Beer Profile Estimated Original Gravity: 1.048 SG (1.045-1.056 SG) 
Estimated Final Gravity: 1.012 SG (1.010-1.015 SG) 
Estimated Color: 17.5 EBC 
Bitterness: 38 IBU (20.0-40.0 IBU) 
Estimated Alcohol by Volume: 4.8 % 
Batch Size: 21.50 L 
Boil Volume: 18.37 L Boil Time: 60 min 
Brewhouse Efficiency: 66.0 % (estimated, will be batch sparging)

*Fermentables:*

1.50 kg Coopers Malt Extract - Light (16.0 EBC) Extract 33.3 % 

2.75 kg Pilsner, Malt Craft Export (Joe White) (3.2 EBC) Grain 61.1 % 

0.25 kg Crystal (Joe White) (141.8 EBC) Grain 5.6 % 
*
Hops:*

20.00 gm Northern Brewer [8.50%] (60 min) Hops 17.1 IBU 
5.00 gm Chinook [13.00%] (60 min) Hops 6.5 IBU 
15.00 gm Cascade [5.50%] (30 min) Hops 6.4 IBU 
5.00 gm Chinook [13.00%] (30 min) Hops 5.0 IBU 
15.00 gm Cascade [5.50%] (5 min) Hops 1.7 IBU 
5.00 gm Chinook [13.00%] (5 min) Hops 1.3 IBU 
20.00 gm Cascade [5.50%] (Dry Hop 7 days)

*Yeast:*
Safale S-05
The mash will be single infusion at 66˚C for an hour with a mash out at 75˚C.

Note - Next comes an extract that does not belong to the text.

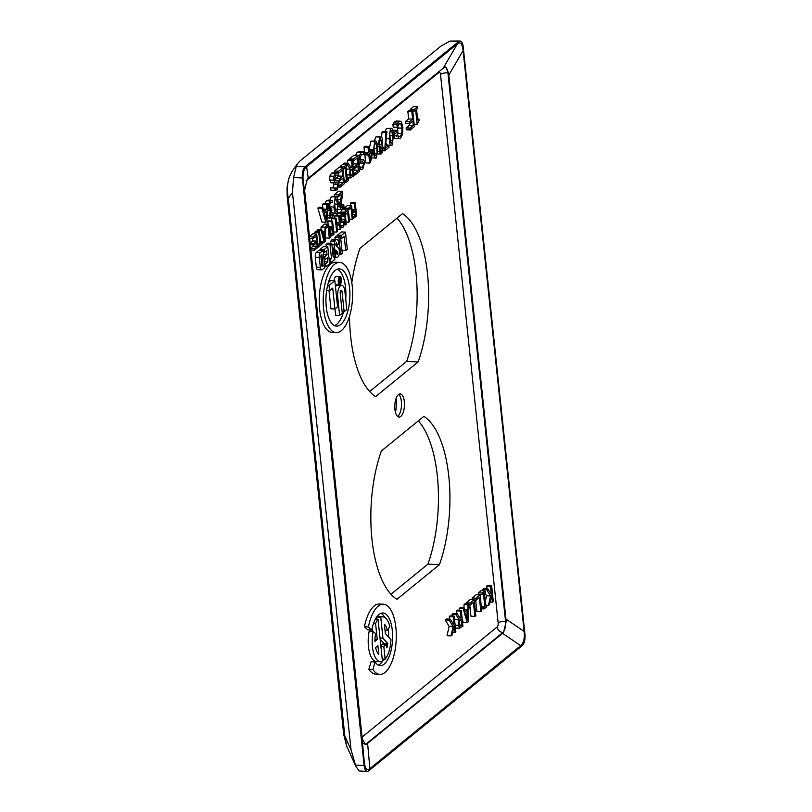 <?xml version="1.0" encoding="UTF-8"?>
<svg xmlns="http://www.w3.org/2000/svg" width="812" height="812" viewBox="0 0 812 812"><rect width="100%" height="100%" fill="white"/><g stroke="black" fill="none" stroke-linecap="round" stroke-linejoin="round"><path stroke-width="1.22" d="M398.702 394.399A11.591 4.831 -87.1 0 1 399.108 394.815A11.591 4.831 -87.1 0 1 401.372 401.493A11.591 4.831 -87.1 0 1 398.032 416.069A11.591 4.831 -87.1 0 1 397.586 416.434M395.444 412.364A19.742 8.221 92.9 0 0 396.175 398.367A19.742 8.221 92.9 0 0 396.165 398.245M394.906 409.339A11.591 4.831 -87.1 0 1 400.214 393.911A11.591 4.831 -87.1 0 1 404.447 405.736A11.591 4.831 -87.1 0 1 399.037 417.074A11.591 4.831 -87.1 0 1 394.906 409.339M351.799 282.617A94.446 39.311 -87.1 0 1 360.041 248.279L402.529 213.647A94.446 39.311 -87.1 0 1 418.109 361.959L375.631 396.591A94.446 39.311 -87.1 0 1 349.536 316.203M369.663 391.516L406.629 361.381L418.109 361.959M406.629 361.381A94.446 39.311 92.9 0 0 397.007 218.144M390.968 594.252L427.934 564.117L439.424 564.695L396.936 599.327A94.446 39.311 -87.1 0 1 381.346 451.015L423.834 416.383A94.446 39.311 -87.1 0 1 439.424 564.695M427.934 564.117A94.446 39.311 92.9 0 0 418.312 420.88M378.818 654.33A15.915 6.628 -87.1 0 1 375.591 647.56L377.905 645.672L378.818 654.33M375.306 619.272L378.057 619.404A22.513 9.368 92.9 0 0 375.58 623.514L377.255 639.47L374.941 641.358A15.915 6.628 -87.1 0 1 375.621 633.695L373.155 631.381A22.513 9.368 92.9 0 0 380.463 661.77A22.513 9.368 92.9 0 0 382.462 661.364L378.057 619.404M380.463 661.77L376.474 661.567A22.513 9.368 -87.1 0 1 369.166 631.178L373.155 631.381M374.961 639.348L377.255 639.47M372.434 631.34L372.099 628.214M373.51 623.413L375.58 623.514M380.798 645.479L382.503 644.089L386.492 644.292L383.812 646.474L385.142 659.182A22.513 9.368 92.9 0 0 390.968 639.663L385.365 633.533L384.38 624.255A15.915 6.628 -87.1 0 1 387.446 630.315L389.872 626.59A22.513 9.368 92.9 0 0 382.736 616.816A22.513 9.368 92.9 0 0 380.737 617.221L382.939 638.202L387.821 643.54A15.915 6.628 -87.1 0 1 386.857 647.773L386.492 644.292M383.69 644.149A15.915 6.628 92.9 0 0 383.832 643.337L387.821 643.54M383.832 643.337L380.148 639.308M380.016 638.049L382.939 638.202M376.991 619.353L376.748 617.018L380.737 617.221M376.748 617.018A22.513 9.368 -87.1 0 1 378.747 616.612L382.736 616.816M385.01 630.183L387.446 630.315M382.219 659.029L385.142 659.182M380.889 646.332L383.812 646.474M368.415 626.945L364.426 626.742L367.724 629.828L371.713 630.031A26.349 10.972 -87.1 0 1 382.929 612.979A26.349 10.972 -87.1 0 1 392.551 639.846A26.349 10.972 -87.1 0 1 380.27 665.607A26.349 10.972 -87.1 0 1 375.063 661.953L372.881 669.504A35.129 14.626 92.9 0 0 379.823 674.386A35.129 14.626 92.9 0 0 396.205 640.029A35.129 14.626 92.9 0 0 383.376 604.209A35.129 14.626 92.9 0 0 368.415 626.945L371.713 630.031M379.823 674.386L375.844 674.183A35.129 14.626 -87.1 0 1 368.902 669.301L371.074 661.75L375.063 661.953M378.301 665.069A26.349 10.972 92.9 0 0 383.903 659.121M388.643 637.126A26.349 10.972 92.9 0 0 388.197 629.168M384.786 617.475A26.349 10.972 92.9 0 0 380.919 613.314M364.426 626.742A35.129 14.626 -87.1 0 1 379.387 604.006L383.376 604.209M368.902 669.301L372.881 669.504M324.841 203.599L326.383 200.757L328.352 200.209M344.41 209.222L344.288 208.085L347.607 205.385L351.586 205.588L348.277 208.288L348.439 209.851L350.997 207.77L352.225 219.443L352.987 218.824L351.586 205.588M350.774 205.537L350.5 203.02L351.261 202.401L355.25 202.594L354.489 203.213L355.159 209.587L352.611 211.668L352.773 213.241L355.331 211.161L355.717 214.896L353.058 217.058L353.22 218.631L356.641 215.84L355.25 202.594M336.432 215.535L337.792 213.12L339.781 212.622M340.583 212.612L342.106 209.557L343.75 209.547M328.109 224.234L327.825 221.503L328.586 220.884L332.575 221.087L331.814 221.706L332.331 226.639L330.119 229.938L329.926 233.288L331.367 236.038L329.905 235.967M331.57 221.037L331.316 218.651L332.078 218.032L336.067 218.235L335.305 218.854L336.696 232.1L337.457 231.481L336.919 226.284L339.548 224.142L340.096 229.329L340.857 228.71L339.457 215.474L338.705 216.093L339.386 222.569L336.747 224.721L336.067 218.235M334.95 218.184L334.717 215.89L335.468 215.271L339.457 215.474M320.973 229.796L321.065 227.015L324.688 224.061L328.677 224.264L325.054 227.218L324.922 231.339L322.74 233.125L321.826 229.847L321.024 230.496L324.343 242.169L325.287 241.408L325.754 228.345L328.078 226.446L329.307 238.129L330.068 237.51L328.677 224.264M317.421 231.623L317.035 230.293L317.837 229.644L321.826 229.847M314.954 233.947L314.772 232.151L315.533 231.532L319.512 231.735L318.761 232.354L319.979 244.026L318.06 245.589L318.233 247.152L322.831 243.407L322.658 241.844L320.74 243.407L319.512 231.735M310.093 243.001L312.63 240.931L312.366 238.464M309.413 236.515L312.701 233.826L316.69 234.029L313.117 236.952L313.28 238.515L316.101 236.221L316.619 241.134L313.99 243.275L314.153 244.838L316.781 242.697L317.157 246.33L314.345 248.624L314.508 250.187L318.081 247.274L316.69 234.029M310.641 248.188L313.168 246.127L313.036 244.788M336.96 197.316L337.122 196.636M338.482 196.707L334.493 196.504L334.3 194.657L338.533 191.206L342.522 191.409L338.289 194.86L338.482 196.707L341.852 193.956L339.842 203.02L339.822 206.492L340.695 209.232L342.319 209.191L343.983 206.806L343.74 204.533L342.197 207.293L341.294 207.334L340.735 205.609L342.755 193.662L342.522 191.409M330.159 208.562L329.733 204.228M329.804 200.239L331.266 196.768L336.067 196.636L335.255 196.971L333.935 207.04C334.493 212.571 335.508 214.733 336.99 213.515L338.32 203.447C337.762 197.884 336.736 195.722 335.255 196.971L331.266 196.768M331.225 212.795L330.799 211.719M322.597 207.456L322.709 204.116L323.633 203.365L327.612 203.558L326.688 204.32L326.536 209.263L323.917 211.404L322.831 207.466L321.867 208.248L325.845 222.255L326.972 221.341L327.612 203.558M325.845 222.255L321.856 222.052L317.878 208.045L318.842 207.263L322.831 207.466M336.148 332.605L332.159 332.402A35.129 14.626 -87.1 0 1 319.634 308.966A35.129 14.626 -87.1 0 1 335.701 262.225L339.69 262.428A35.129 14.626 92.9 0 0 323.623 309.169A35.129 14.626 92.9 0 0 336.148 332.605A35.129 14.626 92.9 0 0 352.215 285.854A35.129 14.626 92.9 0 0 339.69 262.428M326.272 246.503L326.059 244.503L327.774 243.113L331.763 243.316L330.048 244.706L331.499 258.551L330.22 259.596L330.565 262.905L334.848 259.414L334.503 256.105L333.214 257.15L331.763 243.316M320.151 250.279L320.06 249.406L323.775 246.371L327.764 246.574L324.039 249.609L324.353 252.583L326.647 250.715L327.074 254.826L324.79 256.693L325.104 259.667L327.388 257.8L327.825 261.911L325.531 263.778L325.845 266.752L329.56 263.727L327.764 246.574M337.589 236.059L337.498 235.186L341.497 231.917L345.486 232.12L341.487 235.389L341.801 238.363L344.227 236.383L345.719 250.553L347.292 249.274L345.486 232.12M330.322 243.235A4.08 1.695 -87.1 0 1 330.799 241.377A6.039 2.517 -87.1 0 1 331.682 239.946A7.592 3.157 -87.1 0 1 333.042 239.276A3.725 1.553 -87.1 0 1 333.062 239.286A3.725 1.553 -87.1 0 1 333.082 239.286L337.051 239.479A7.592 3.157 92.9 0 0 335.671 240.149A6.039 2.517 92.9 0 0 334.788 241.58A4.08 1.695 92.9 0 0 334.219 244.747A10.048 4.182 92.9 0 0 334.493 248.147A3.299 1.37 92.9 0 0 334.889 249.406A6.537 2.72 92.9 0 0 335.64 250.299L337.386 251.558A1.401 0.589 -87.1 0 1 337.68 252.096A2.527 1.056 -87.1 0 1 337.812 253.283L337.68 254.034A1.401 0.589 -87.1 0 1 337.457 254.41L336.909 254.126A3.096 1.289 -87.1 0 1 336.675 253.019L335.173 254.095A7.795 3.248 92.9 0 0 335.529 256.095A3.167 1.319 92.9 0 0 336.056 257.171A6.466 2.69 92.9 0 0 336.594 257.546A2.883 1.198 92.9 0 0 336.767 257.587A2.883 1.198 92.9 0 0 337.031 257.536A15.458 6.435 92.9 0 0 337.904 256.988A4.994 2.081 92.9 0 0 338.563 256.145A4.496 1.868 92.9 0 0 339.193 254.339A3.512 1.462 92.9 0 0 339.355 252.999A8.293 3.451 92.9 0 0 339.304 250.654A4.781 1.989 92.9 0 0 338.807 248.442A4.639 1.928 92.9 0 0 338.117 247.487L336.483 246.31A2.406 1.005 -87.1 0 1 335.853 244.442A1.421 0.589 -87.1 0 1 336.513 242.768A1.421 0.589 -87.1 0 1 336.655 242.808L336.787 243.011A4.192 1.746 -87.1 0 1 337.112 244.513L337.193 245.366L338.746 244.107L338.655 243.326A7.734 3.218 92.9 0 0 338.117 240.697A3.725 1.553 92.9 0 0 337.051 239.479A3.725 1.553 92.9 0 0 337.031 239.479L333.042 239.276M333.773 252.349A2.527 1.056 92.9 0 0 333.691 251.893A1.401 0.589 92.9 0 0 333.397 251.355L332.544 250.746M321.694 269.888L317.705 269.685A3.867 1.614 -87.1 0 1 316.325 267.107L315.289 257.242A3.867 1.614 -87.1 0 1 316.477 252.319L319.055 250.218L323.044 250.421L320.466 252.522A3.867 1.614 92.9 0 0 319.278 257.445L320.314 267.31A3.867 1.614 92.9 0 0 321.694 269.888A3.867 1.614 92.9 0 0 322.273 269.665L324.841 267.574L323.044 250.421M335.143 239.388L334.92 237.287L336.493 235.998L340.482 236.201L338.908 237.48L340.715 254.633L342.288 253.354L340.482 236.201M335.782 180.396L335.6 178.599L338.746 176.031L338.442 173.078M334.717 172.55L334.554 171.007L338.848 167.505L342.837 167.708L338.543 171.21L338.736 173.088L342.116 170.337L342.735 176.234L339.589 178.802L339.781 180.68L342.938 178.112L343.395 182.467L340.015 185.217L340.208 187.095L344.501 183.603L342.837 167.708M338.848 182.71L339.233 180.65M340.177 167.576L340.066 166.511L342.725 164.349L346.714 164.552L344.055 166.714L344.227 168.338L345.1 167.627L346.43 180.274L345.557 180.985L345.719 182.609L348.378 180.437L348.216 178.813L347.333 179.523L346.013 166.886L346.886 166.166L346.714 164.552M352.875 164.511L353.697 163.841L353.382 160.888M349.596 159.771L349.495 158.827L353.788 155.325L357.777 155.528L353.484 159.03L353.677 160.908L357.067 158.147L357.686 164.044L354.529 166.622L354.722 168.5L357.879 165.932L358.336 170.276L354.956 173.037L355.159 174.915L359.452 171.413L357.777 155.528M353.535 170.743L354.347 170.084L354.184 168.47M343.303 164.379L344.278 163.08L348.267 163.283L347.079 164.247L350.246 169.17L349.312 174.996L350.906 177.98L346.917 177.777M347.79 163.253L347.495 160.461L348.399 159.71L352.388 159.913L351.484 160.664L352.144 166.988L351.099 167.83L348.267 163.283M374.261 140.943L375.976 136.842L377.773 136.863M358.559 167.008L359.716 163.354L358.569 161.608M355.494 155.407L357.189 152.24L359.574 151.641M392.663 130.133L396.794 130.225L394.196 132.336L394.399 134.274L396.997 132.153L396.794 130.225M369.673 163.08L370.516 162.39L372.728 151.702L372.485 149.459L369.46 151.935L368.881 146.475L367.998 147.195L368.577 152.656L367.755 153.316L367.937 155.031L368.749 154.361L369.673 163.08L365.684 162.877L364.842 154.879M367.937 155.031L363.949 154.828L363.766 153.113L364.588 152.453L364.009 146.992L364.892 146.272L368.881 146.475M409.766 123.495L405.777 123.292L405.574 121.414L408.639 118.917L407.837 111.264L408.74 110.523L412.729 110.726L411.816 111.467L412.628 119.12L409.563 121.617L409.766 123.495L412.821 120.998L413.298 125.484L410.101 128.083L410.304 129.961L414.404 126.621L412.729 110.726M410.304 129.961L406.315 129.758L406.112 127.88L409.309 125.281L409.116 123.465M369.247 149.296L370.739 141.146L375.54 141.014L374.728 141.349L373.398 151.418C373.956 156.949 374.982 159.111 376.463 157.893L377.793 147.825C377.235 142.262 376.21 140.1 374.728 141.349L370.739 141.146M376.463 157.893L371.429 157.975M410.436 110.615L410.293 109.265L413.643 106.534L417.632 106.737L414.282 109.468L414.455 111.082L415.673 110.097L417.175 124.409L419.073 120.46L418.921 119.009L417.672 120.024L416.556 109.376L417.804 108.361L417.632 106.737M381.549 136.873L381.995 132.336L382.97 131.534L386.959 131.737L385.984 132.539L384.685 150.849L389.039 147.297L388.836 145.429L385.294 148.322L386.959 131.737M396.469 136.132L397.819 133.259L397.636 126.002M397.21 127.301L393.221 127.098L392.947 124.571L393.769 122.927L396.165 120.978L400.154 121.181L398.936 121.668L396.936 124.774L397.21 127.301L399.849 123.221M399.392 138.71L394.399 138.324L395.403 138.507L394.399 138.324L394.135 135.777L398.195 135.919L398.387 138.527L399.392 138.71L400.641 138.141L402.64 134.132L402.864 127.382L401.361 121.952L400.154 121.181M385.02 131.635L386.461 128.326L391.262 128.194L390.45 128.529L389.131 138.598C389.689 144.13 390.704 146.292 392.186 145.074L393.515 135.005C392.957 129.443 391.932 127.281 390.45 128.529L386.461 128.326M392.186 145.074L387.395 145.206L385.852 142.78M330.728 187.826L334.777 187.978L335.376 190.617L330.991 190.353L330.728 187.826L334.717 188.029M332.89 187.937L334.047 184.283L332.89 182.538M333.894 172.57L331.519 173.169L329.875 176.072L329.611 179.959L331.195 182.852L337.061 182.73M466.311 603.864L466.2 602.819L470.178 599.571L474.167 599.774L470.189 603.022L470.392 604.899L473.447 602.402L474.918 616.409L475.832 615.669L474.167 599.774M474.918 616.409L470.94 616.207L469.742 604.869M455.441 628.011L459.338 628.214L462.931 626.184L461.267 610.289L460.353 611.04L461.023 617.364L459.978 618.206L457.136 613.659L455.958 614.623L459.125 619.546L458.191 625.372L459.775 628.356L455.441 628.062M454.649 620.48L455.136 619.343L454.405 618.216M452.984 616.003L451.969 614.42L453.147 613.456L457.136 613.659M456.659 613.628L456.364 610.837L457.278 610.086L461.267 610.289M482.612 594.648L478.623 594.445L478.451 592.831L481.11 590.659L485.099 590.862L482.44 593.024L482.612 594.648L483.485 593.937L484.815 606.584L483.942 607.295L484.114 608.919L486.774 606.757L486.601 605.133L485.728 605.843L484.399 593.196L485.272 592.486L485.099 590.862M463.967 607.894L464.068 604.554L464.992 603.803L468.981 603.996L468.057 604.757L467.905 609.7L465.286 611.842L464.2 607.904L463.236 608.685L467.215 622.692L468.341 621.779L468.981 603.996M467.215 622.692L463.226 622.489L462.15 618.693M459.734 610.218L459.247 608.482L460.211 607.701L464.2 607.904M485.272 601.519L486.55 595.775L484.764 592.892M483.455 590.781L482.622 589.431L483.8 588.467L487.789 588.67L486.611 589.634L490.539 595.978L488.448 605.387L489.555 604.483L491.605 594.891L492.366 602.189L493.28 601.448L491.615 585.553L490.702 586.294L491.077 594.019L487.789 588.67M486.977 588.629L486.713 586.091L487.626 585.351L491.615 585.553M472.3 599.682L472.127 597.987L476.096 594.749L480.085 594.952L476.106 598.19L476.309 600.068L479.374 597.571L480.846 611.588L481.76 610.837L480.085 594.952M480.846 611.588L476.857 611.385L475.659 600.038M451.015 635.897L447.026 635.705L449.127 626.285L445.189 619.942L446.377 618.977L450.366 619.18L449.178 620.145L453.106 626.488L451.015 635.897L452.122 634.994L454.172 625.402L454.943 632.7L455.857 631.959L454.182 616.064L453.269 616.816L453.644 624.529L450.366 619.18M449.543 619.14L449.28 616.612L450.193 615.861L454.182 616.064M449.127 626.285L453.106 626.488M445.189 619.942L449.178 620.145M452.771 623.098L453.938 623.159M449.28 616.612L453.269 616.816M452.639 632.589L454.943 632.7M472.127 597.987L476.106 598.19M474.188 599.966L476.309 600.068M490.072 602.068L492.366 602.189M486.713 586.091L490.702 586.294M490.194 592.587L491.372 592.648M482.622 589.431L486.611 589.634M486.55 595.775L490.539 595.978M486.621 605.295L488.448 605.387M465.723 613.436L467.844 611.71L467.57 620.053L465.723 613.436M464.068 604.554L468.057 604.757M464.647 609.538L467.905 609.7M459.247 608.482L463.236 608.685M481.374 607.163L483.942 607.295M481.536 608.787L484.114 608.919M485.647 605.082L486.601 605.133M478.451 592.831L482.44 593.024M481.293 606.412L484.815 606.584M459.125 624.428L459.247 621.606L461.206 619.12L461.835 625.098L459.775 626.184L459.125 624.428M459.44 625.758L460.922 625.839L459.775 626.184M459.196 624.966L461.835 625.098M455.136 619.343L459.125 619.546M451.969 614.42L455.958 614.623M459.389 617.272L461.023 617.364M456.364 610.837L460.353 611.04M468.95 604.828L470.392 604.899M466.2 602.819L470.189 603.022M330.991 190.353L337.132 189.917L338.959 183.492L338.208 180.985L335.61 180.792L334.514 179.046L335.762 175.148L338.168 175.433L337.883 172.773L333.326 172.479M337.883 172.773L335.508 173.372L333.864 176.275L333.6 180.162L335.376 183.055M336.878 182.741L338.036 184.486L336.878 188.14L334.777 187.978M334.838 180.355L337.305 180.477L334.859 180.396M335.539 175.351L338.096 175.483M390.633 130.296L391.841 131.168L392.582 135.766L392.846 140.801L392.003 143.318L390.826 142.486L390.064 137.837L389.801 132.792L391.079 130.113M399.118 123.505L400.773 123.871L401.91 128.154L401.808 133.462L400.458 136.335L399.098 136.619L398.195 135.919M397.819 133.259L401.808 133.462M394.135 135.777L398.113 135.98M393.769 122.927L397.758 123.13M392.947 124.571L396.936 124.774M383.193 150.768L384.685 150.849M383.386 148.413L384.431 148.464M381.995 132.336L385.984 132.539M385.598 145.267L388.836 145.429M417.561 118.938L418.921 119.009M410.293 109.265L414.282 109.468M412.76 111L414.455 111.082M414.15 124.256L417.175 124.409M374.911 143.115L376.118 143.988L376.859 148.586L377.123 153.62L376.281 156.127L375.093 155.305L374.342 150.656L374.078 145.612L375.357 142.922M407.837 111.264L411.816 111.467M408.639 118.917L412.628 119.12M405.574 121.414L409.563 121.617M409.309 125.281L413.298 125.484M406.112 127.88L410.101 128.083M369.643 153.641L371.947 151.763L370.292 159.852L369.643 153.641M363.766 153.113L367.755 153.316M364.588 152.453L368.577 152.656M364.009 146.992L367.998 147.195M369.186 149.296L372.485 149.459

What do we reckon? Is 15 grams of Chinook enough, too much? Less in bittering, more in flavour? Is it suitable for dry hopping?


----------



## Kai (29/8/07)

That much chinook won't be overpowering next to the Cascade, you could easily up it a little on the late additions. It's suitable for dry hopping if you want to add some there.

Dig the recipe, nice and simple.


----------



## Inge (29/8/07)

Okay, that sounds good. Will dry hop with 10 grams of Chinook in addition to the 20g of Cascade at dry hop, and maybe I'll chuck in another 5 or 10 at flameout. I'm approaching 40 IBUs with this recipe as it is, don't want to over bitter as my pansy mates have to drink this stuff!



Cheers for your opinion.


----------



## bconnery (14/9/07)

Just to keep this thread going for a while longer....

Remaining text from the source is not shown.